Она надела свитер, рейтузы, суконную юбку и телогрейку. Потом она порылась в шкафу и выбрала для мертвой сестры Августа свой новенький сарафанчик, белый в красных цветочках с перламутровыми пуговичками и разлетайкой. Для мертвой матери же она выбрала платье, правда, уже не новое, устаревшего фасона с замком-«молнией», но довольно еще прочное и приличное. Все это Сашенька сложила в чемодан, закутала поплотней шею шарфом и вышла во двор, по-прежнему тускло освещенный луной сквозь жидкие облака.
11
Когда Сашенька подошла, угрюмый арестант и профессор уже очистили намеченный участок от снега и теперь долбили его ломом поочередно. Лом у профессора вырывался, оставляя на мерзлоте едва заметные царапины, и за него долбили то Август, то Франя, который, разметив участки и будучи сильно пьян, работал неумело. У Августа же на лице вновь появилась эта пугающая Сашеньку торопливость. Он стоял у края ямы и нетерпеливо ждал, когда покажутся останки матери.

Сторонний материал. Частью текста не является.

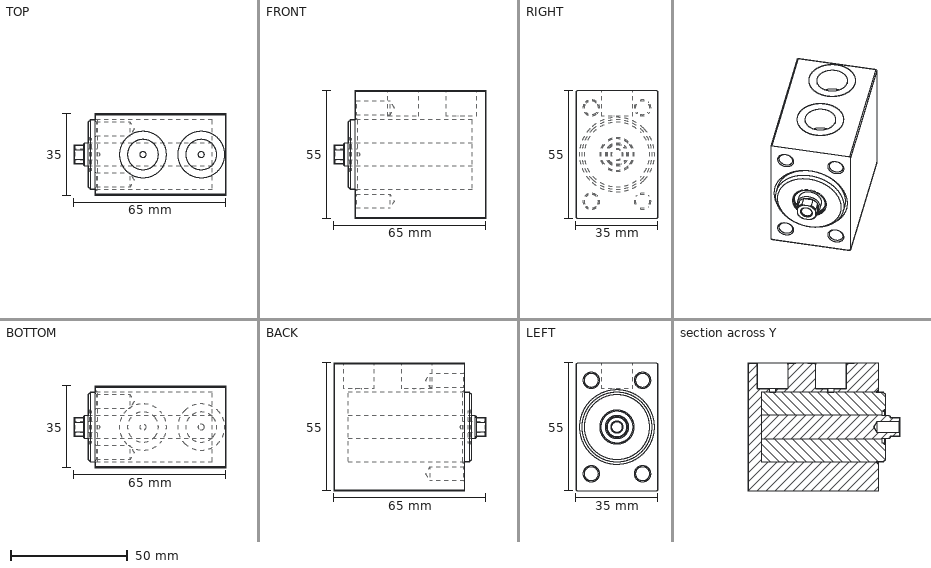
import cadquery as cq
import math


total_length = 65.0
protrusion = 9.05
housing_length = total_length - protrusion
housing_width = 35.0
housing_height = 55.0
edge_chamfer = 0.5

bore_diameter = 29.95
bore_depth = 50.05
mouth_chamfer = 1.05
gland_stand_out = 3.0
gland_chamfer = 1.05
wiper_outer_diameter = 14.7
wiper_outer_depth = 0.5
wiper_inner_diameter = 13.65
wiper_depth = 1.5

rod_diameter = 10.0
rod_chamfer = 0.5
neck_diameter = 9.0
neck_length = 4.0
neck_across_flats = 8.0
tip_chamfer = 0.3
tip_hole_diameter = 4.55
tip_hole_mouth_diameter = 5.2
tip_hole_depth = 9.75

mount_pitch_y = 22.0
mount_pitch_z = 40.05
mount_diameter = 6.0
mount_mouth_diameter = 7.0
mount_depth = 14.95

port_first_x = 20.5
port_pitch = 24.95
port_diameter = 13.1
port_depth = 11.05
spotface_diameter = 20.0
spotface_depth = 0.1
feed_diameter = 2.6

drill_point_angle = 118.0

gland_face_x = -gland_stand_out
neck_root_x = neck_length - protrusion
port_xs = [port_first_x, port_first_x + port_pitch]


def cylinder_x(diameter, start_x, end_x):
    """A solid cylinder on the X axis."""
    return cq.Workplane("YZ", origin=(start_x, 0, 0)).circle(diameter / 2).extrude(end_x - start_x)


def cylinder_down(x, diameter, top_z, bottom_z):
    """A solid vertical cylinder in the plane Y = 0."""
    return cq.Workplane("XY", origin=(x, 0, top_z)).circle(diameter / 2).extrude(bottom_z - top_z)


def drilled_hole(start_x, diameter, mouth_diameter, depth):
    """A blind hole along +X with a 45 degree countersunk mouth and a conical drill point."""
    radius = diameter / 2
    mouth_radius = mouth_diameter / 2
    point_length = radius / math.tan(math.radians(drill_point_angle / 2))
    return (
        cq.Workplane("XY", origin=(start_x, 0, 0))
        .lineTo(0, mouth_radius)
        .lineTo(mouth_radius - radius, radius)
        .lineTo(depth, radius)
        .lineTo(depth + point_length, 0)
        .close()
        .revolve(360, (0, 0, 0), (1, 0, 0))
    )


def make_bore():
    """The housing bore with a 45 degree chamfer at its mouth."""
    radius = bore_diameter / 2
    return (
        cq.Workplane("XY")
        .lineTo(0, radius + mouth_chamfer)
        .lineTo(mouth_chamfer, radius)
        .lineTo(bore_depth, radius)
        .lineTo(bore_depth, 0)
        .close()
        .revolve(360, (0, 0, 0), (1, 0, 0))
    )


def make_port(x):
    """An oil port: shallow spotface, main hole and a feed hole that reaches the bore."""
    top_z = housing_height / 2
    spotface = cylinder_down(x, spotface_diameter, top_z, top_z - spotface_depth)
    port = cylinder_down(x, port_diameter, top_z, top_z - port_depth)
    feed = cylinder_down(x, feed_diameter, top_z, 0)
    return spotface.union(port).union(feed)


def make_housing():
    """A block with chamfered long edges, the bore, four mounting holes and two ports."""
    body = (
        cq.Workplane("XY")
        .box(housing_length, housing_width, housing_height, centered=(False, True, True))
        .edges("|X")
        .chamfer(edge_chamfer)
        .cut(make_bore())
    )
    mount_hole = drilled_hole(0, mount_diameter, mount_mouth_diameter, mount_depth)
    for y in (-mount_pitch_y / 2, mount_pitch_y / 2):
        for z in (-mount_pitch_z / 2, mount_pitch_z / 2):
            body = body.cut(mount_hole.translate((0, y, z)))
    for x in port_xs:
        body = body.cut(make_port(x))
    return body


def make_gland():
    """Fills the bore and stands out of it, with a stepped recess around the rod."""
    body = cylinder_x(bore_diameter, gland_face_x, bore_depth).faces("<X").chamfer(gland_chamfer)
    rod_hole = cylinder_x(rod_diameter, gland_face_x, bore_depth)
    outer_step = cylinder_x(wiper_outer_diameter, gland_face_x, gland_face_x + wiper_outer_depth)
    inner_step = cylinder_x(wiper_inner_diameter, gland_face_x, gland_face_x + wiper_depth)
    return body.cut(rod_hole).cut(outer_step).cut(inner_step)


def make_rod():
    """Runs from the bore floor through the gland to a neck with four wrench flats."""
    shank = cylinder_x(rod_diameter, neck_root_x, bore_depth).faces("<X").chamfer(rod_chamfer)
    flats = cq.Workplane("YZ", origin=(-protrusion, 0, 0)).rect(neck_across_flats, neck_across_flats)
    neck = (
        cylinder_x(neck_diameter, -protrusion, neck_root_x)
        .faces("<X")
        .chamfer(tip_chamfer)
        .intersect(flats.extrude(neck_length))
    )
    tip_hole = drilled_hole(-protrusion, tip_hole_diameter, tip_hole_mouth_diameter, tip_hole_depth)
    return shank.union(neck).cut(tip_hole)


housing = make_housing()
gland = make_gland()
rod = make_rod()

result = cq.Compound.makeCompound([housing.val(), gland.val(), rod.val()])

— Пойдите погуляйте, — сказал ему профессор, тяжело дыша от физически тяжелой работы, — мы сами извлечем ее, и вы увидите мать в гробу, а не среди грязи и замерзших нечистот… Это будет честнее с вашей стороны по отношению к своей матери…
— Разговорчики, — крикнул конвойный.
— Пожалуй, это так, — сказал Август и пошел в сторону. Сашенька взяла его за руку, они вышли на середину мостовой и ушли довольно далеко через улицы, через бульвар, мимо заборов, мимо спящей больницы, прямо к заснеженным огородам, среди которых разбросаны были редкие мазанки. Какая ночь была кругом них, какая мука, онемевшая, не способная даже стоном облегчить себя, была во всей природе. Тусклый свет, льющийся сквозь облака на снег, не способен был ни разгореться ярче, ни потухнуть, ничто не шевелилось, ничто не вздыхало во сне, не шелестело, не лаяло, никаких звуков ни вблизи, ни вдали, ни ясных, ни таинственных, которыми так полны живые ночи. Казалось, вспыхни сейчас пожар, застучи град, послышься человеческие голоса, полные ужаса, зовущие на помощь, все это только рассеяло б страх, помогло б ощутить себя человеком, которому ничто, кроме смерти, грозить не может.